Dulu, saya belajar matematika tak
pake metode macem-macem, dengan para guru di desa, dengan cara tradisional,
belajar bab baru dijelaskan oleh guru, lalu latihan dari buku, selesai.
Hasilnya? Beberapa konsep sederhana berhasil saya fahami. Sementara untuk
konsep yang agak rumit bagi saya yang masih usia sd saat itu, seperti konsep
jam, itu saya bingung sekali, bahkan saya takut sekali kalau ditanya guru
perihal jam.
Game level 6 ini terkait dengan
matematika di sekitar kita. Untuk Eza yang masih berusia 3,5 tahun, saya masih
mengenalkan konsep sederhana, seperti bunyi bilangan 1-10 dalam 3 bahasa yaitu
Arab, Indonesia dan Inggris.

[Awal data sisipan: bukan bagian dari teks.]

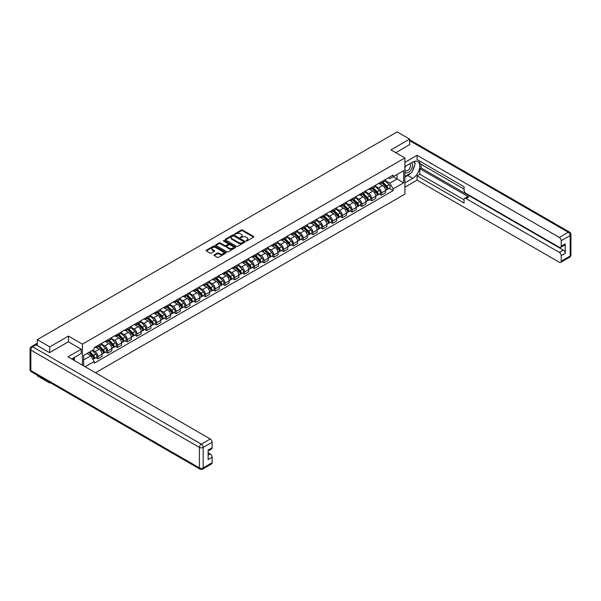 <?xml version="1.0" encoding="UTF-8"?>
<svg xmlns="http://www.w3.org/2000/svg" width="601" height="601" viewBox="0 0 601 601"><rect width="100%" height="100%" fill="white"/><g stroke="black" fill="none" stroke-linecap="round" stroke-linejoin="round"><path stroke-width="0.9" d="M246.185 240.926L247.041 240.926L253.577 237.147A0.871 0.503 0 0 0 253.577 236.441L242.504 230.048A0.871 0.503 0 0 0 241.279 230.048L234.743 233.819L234.743 234.315L236.448 233.827A2.787 1.608 0 0 1 240.385 233.827L241.309 234.36A2.787 1.608 0 0 1 242.12 235.502A2.787 1.608 0 0 1 241.309 236.636L240.46 237.62L242.165 237.132A2.787 1.608 0 0 1 246.102 237.132L247.026 237.665A2.787 1.608 0 0 1 247.845 238.8A2.787 1.608 0 0 1 247.026 239.942L246.185 240.926L246.185 240.43M214.272 254.839A0.871 0.503 0 0 0 214.272 255.545L217.374 257.341A0.871 0.503 0 0 0 218.606 257.341L225.863 253.149A0.871 0.503 0 0 0 225.863 252.443L214.797 246.049A0.871 0.503 0 0 0 213.565 246.049L206.308 250.241A0.871 0.503 0 0 0 206.308 250.948L210.057 253.119A0.871 0.503 0 0 0 211.289 253.119L214.392 251.323A0.871 0.503 0 0 0 214.392 250.609L212.536 249.535A2.329 1.345 0 0 1 211.852 248.589A2.329 1.345 0 0 1 213.287 247.349A2.329 1.345 0 0 1 215.827 247.635L223.114 251.842A2.329 1.345 0 0 1 223.797 252.796A2.329 1.345 0 0 1 222.362 254.035A2.329 1.345 0 0 1 219.823 253.742L218.606 253.044A0.871 0.503 0 0 0 217.374 253.044L214.272 254.839L214.272 255.545M82.405 344.14L68.431 336.072L49.755 346.86L37.285 339.655L397.141 131.897L409.612 139.094L390.935 149.882L404.909 157.95L82.405 344.14L82.405 365.168M236.509 246.297A0.871 0.503 0 0 0 237.741 246.297L244.998 242.105A0.871 0.503 0 0 0 244.998 241.392L233.924 234.999A0.871 0.503 0 0 0 232.692 234.999L225.435 239.19A0.871 0.503 0 0 0 225.435 239.904L236.509 246.297M223.557 241.054L224.173 241.144L224.173 240.415L235.434 246.921A0.871 0.503 0 0 1 235.434 247.627L228.177 251.819A0.871 0.503 0 0 1 226.945 251.819L215.872 245.426L218.974 243.645L218.974 242.924L215.872 244.712A0.871 0.503 0 0 0 215.872 245.426L215.872 244.712M218.974 243.645A0.871 0.503 0 0 1 220.206 243.645L220.206 242.924A0.871 0.503 0 0 0 218.974 242.924M220.206 242.924L224.699 245.516A0.871 0.503 0 0 0 225.931 245.516L227.989 244.322A0.871 0.503 0 0 0 227.989 243.615L223.317 240.918L224.173 240.415M49.755 382.379L49.755 383.04L37.285 375.835L37.285 375.182M95.536 372.748L404.909 194.131L404.909 157.95M49.755 383.04L50.326 382.709M49.755 346.86L49.755 352.539M37.285 339.655L37.285 345.552M34.7 344.771A1.773 1.022 -120 0 0 34.452 344.854A1.773 1.022 -120 0 0 34.265 345.019M409.612 144.773L409.612 139.094M381.41 181.825A4.079 2.351 60 0 1 380.561 183.658L384.7 181.269A4.079 2.351 -120 0 0 385.542 179.444M375.535 186.22L378.525 187.94A4.079 2.351 60 0 1 381.41 192.936L385.542 190.547A4.079 2.351 -120 0 0 382.664 185.551L379.697 183.846M385.542 190.547L385.542 192.756L381.41 195.145L379.426 193.995M380.561 183.658A4.079 2.351 60 0 1 378.555 183.478M381.41 192.936L381.41 195.145M371.628 187.474A4.079 2.351 60 0 1 370.787 189.3L374.926 186.911A4.079 2.351 -120 0 0 375.768 185.085M369.645 199.645L371.628 200.787L375.768 198.398L375.768 196.189A4.079 2.351 -120 0 0 372.883 191.201L369.923 189.488M370.787 189.3A4.079 2.351 60 0 1 368.781 189.12M365.761 191.862L368.751 193.59A4.079 2.351 60 0 1 371.628 198.578L371.628 200.787M361.855 193.116A4.079 2.351 60 0 1 361.013 194.949L365.145 192.56A4.079 2.351 -120 0 0 365.994 190.727M359.871 205.287L361.855 206.428L365.994 204.047L365.994 201.838A4.079 2.351 -120 0 0 363.109 196.843L360.149 195.137M361.013 194.949A4.079 2.351 60 0 1 359 194.762M355.987 197.504L358.97 199.231A4.079 2.351 60 0 1 361.855 204.227L361.855 206.428M352.081 198.758A4.079 2.351 60 0 1 351.232 200.591L355.371 198.202A4.079 2.351 -120 0 0 356.213 196.377M350.098 210.928L352.081 212.078L356.213 209.689L356.213 207.48A4.079 2.351 -120 0 0 353.328 202.492L350.368 200.779M351.232 200.591A4.079 2.351 60 0 1 349.226 200.411M346.206 203.153L349.196 204.873A4.079 2.351 60 0 1 352.081 209.869L352.081 212.078M342.3 204.408A4.079 2.351 60 0 1 341.458 206.233L345.59 203.844A4.079 2.351 -120 0 0 346.439 202.019M340.316 216.578L342.3 217.72L346.439 215.331L346.439 213.13A4.079 2.351 -120 0 0 343.554 208.134L340.594 206.421M341.458 206.233A4.079 2.351 60 0 1 339.452 206.053M336.432 208.795L339.415 210.523A4.079 2.351 60 0 1 342.3 215.511L342.3 217.72M332.526 210.05A4.079 2.351 60 0 1 331.677 211.883L335.816 209.494A4.079 2.351 -120 0 0 336.658 207.661M330.542 222.22L332.526 223.369L336.658 220.98L336.658 218.772A4.079 2.351 -120 0 0 333.78 213.776L330.82 212.07M331.677 211.883A4.079 2.351 60 0 1 329.671 211.695M326.651 214.437L329.641 216.165A4.079 2.351 60 0 1 332.526 221.16L332.526 223.369M322.745 215.691A4.079 2.351 60 0 1 321.903 217.524L326.042 215.135A4.079 2.351 -120 0 0 326.884 213.31M320.761 227.862L322.745 229.011L326.884 226.622L326.884 224.413A4.079 2.351 -120 0 0 323.999 219.425L321.039 217.712M321.903 217.524A4.079 2.351 60 0 1 319.897 217.344M316.877 220.086L319.867 221.807A4.079 2.351 60 0 1 322.745 226.802L322.745 229.011M312.971 221.341A4.079 2.351 60 0 1 312.129 223.166L316.261 220.785A4.079 2.351 -120 0 0 317.11 218.952M310.987 233.511L312.971 234.653L317.11 232.264L317.11 230.063A4.079 2.351 -120 0 0 314.225 225.067L311.265 223.354M312.129 223.166A4.079 2.351 60 0 1 310.124 222.986M307.103 225.728L310.086 227.456A4.079 2.351 60 0 1 312.971 232.444L312.971 234.653M303.197 226.983A4.079 2.351 60 0 1 302.348 228.816L306.487 226.427A4.079 2.351 -120 0 0 307.329 224.594M301.214 239.153L303.197 240.302L307.329 237.913L307.329 235.705A4.079 2.351 -120 0 0 304.452 230.709L301.484 229.004M302.348 228.816A4.079 2.351 60 0 1 300.342 228.628M297.322 231.377L300.312 233.098A4.079 2.351 60 0 1 303.197 238.094L303.197 240.302M293.416 232.625A4.079 2.351 60 0 1 292.574 234.458L296.714 232.069A4.079 2.351 -120 0 0 297.555 230.243M291.432 244.795L293.416 245.944L297.555 243.555L297.555 241.347A4.079 2.351 -120 0 0 294.67 236.358L291.71 234.645M292.574 234.458A4.079 2.351 60 0 1 290.568 234.277M287.548 237.019L290.538 238.74A4.079 2.351 60 0 1 293.416 243.736L293.416 245.944M283.642 238.274A4.079 2.351 60 0 1 282.801 240.1L286.932 237.718A4.079 2.351 -120 0 0 287.781 235.885M281.659 250.444L283.642 251.586L287.781 249.197L287.781 246.996A4.079 2.351 -120 0 0 284.897 242L281.937 240.287M282.801 240.1A4.079 2.351 60 0 1 280.787 239.919M277.775 242.661L280.757 244.389A4.079 2.351 60 0 1 283.642 249.377L283.642 251.586M273.868 243.916A4.079 2.351 60 0 1 273.019 245.749L277.159 243.36A4.079 2.351 -120 0 0 278 241.527M271.885 256.086L273.868 257.236L278 254.847L278 252.638A4.079 2.351 -120 0 0 275.115 247.642L272.155 245.937M273.019 245.749A4.079 2.351 60 0 1 271.013 245.561M267.993 248.311L270.983 250.031A4.079 2.351 60 0 1 273.868 255.027L273.868 257.236M264.087 249.565A4.079 2.351 60 0 1 263.246 251.391L267.377 249.002A4.079 2.351 -120 0 0 268.226 247.176M262.104 261.736L264.087 262.877L268.226 260.488L268.226 258.28A4.079 2.351 -120 0 0 265.341 253.291L262.382 251.579M263.246 251.391A4.079 2.351 60 0 1 261.24 251.21M258.22 253.953L261.202 255.673A4.079 2.351 60 0 1 264.087 260.669L264.087 262.877M254.313 255.207A4.079 2.351 60 0 1 253.464 257.033L257.604 254.651A4.079 2.351 -120 0 0 258.445 252.818M252.33 267.377L254.313 268.519L258.445 266.13L258.445 263.929A4.079 2.351 -120 0 0 255.568 258.933L252.608 257.22M253.464 257.033A4.079 2.351 60 0 1 251.458 256.852M248.438 259.594L251.428 261.322A4.079 2.351 60 0 1 254.313 266.311L254.313 268.519M244.532 260.849A4.079 2.351 60 0 1 243.69 262.682L247.83 260.293A4.079 2.351 -120 0 0 248.671 258.46M242.549 273.019L244.532 274.169L248.671 271.78L248.671 269.571A4.079 2.351 -120 0 0 245.786 264.575L242.827 262.87M243.69 262.682A4.079 2.351 60 0 1 241.685 262.494M238.665 265.244L241.655 266.964A4.079 2.351 60 0 1 244.532 271.96L244.532 274.169M234.758 266.498A4.079 2.351 60 0 1 233.917 268.324L238.049 265.935A4.079 2.351 -120 0 0 238.897 264.109M232.775 278.669L234.758 279.811L238.897 277.422L238.897 275.213A4.079 2.351 -120 0 0 236.013 270.225L233.053 268.512M233.917 268.324A4.079 2.351 60 0 1 231.911 268.144M228.891 270.886L231.873 272.614A4.079 2.351 60 0 1 234.758 277.602L234.758 279.811M224.984 272.14A4.079 2.351 60 0 1 224.135 273.966L228.275 271.584A4.079 2.351 -120 0 0 229.116 269.751M223.001 284.311L224.984 285.452L229.116 283.063L229.116 280.862A4.079 2.351 -120 0 0 226.239 275.867L223.271 274.154M224.135 273.966A4.079 2.351 60 0 1 222.13 273.786M219.11 276.528L222.1 278.255A4.079 2.351 60 0 1 224.984 283.251L224.984 285.452M215.203 277.782A4.079 2.351 60 0 1 214.362 279.615L218.494 277.226A4.079 2.351 -120 0 0 219.342 275.393M213.22 289.952L215.203 291.102L219.342 288.713L219.342 286.504A4.079 2.351 -120 0 0 216.458 281.508L213.498 279.803M214.362 279.615A4.079 2.351 60 0 1 212.356 279.427M209.336 282.177L212.326 283.897A4.079 2.351 60 0 1 215.203 288.893L215.203 291.102M205.429 283.432A4.079 2.351 60 0 1 204.588 285.257L208.72 282.868A4.079 2.351 -120 0 0 209.561 281.043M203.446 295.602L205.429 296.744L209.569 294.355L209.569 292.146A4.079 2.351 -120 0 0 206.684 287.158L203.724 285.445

Itupun tak ada target khusus harus hafal dalam
waktu sekian hari misalnya. Ini saya perkenalkan pada Eza saat kami jalan
bersama naik motor, naik mobil, naik kereta dan lain-lain. Kadang sambil
jalan-jalan melihat kereta di stasiun kereta, saya ajak Eza menghitung kereta
yang lewat. Intinya dengan cara yang menyenangkan hingga membuat Eza tak sadar
bahwa sesungguhnya dia sedang belajar.
Untuk bangun ruang, saya memakai
media balok dan domino, sering juga menggunakan alam semesta sebagai ruang
belajarnya, misalnya saat kami undangan ke pernikahan dua orang murid kami di
Bandung, disempatkan main ke alun-alun kota Bandung dan bermain bola disana. Sambil
saya perkenalkan bentuk lingkaran. Main bola ini juga sering saya lakukan di
depan rumah saat Eza bosan bermain yang lain.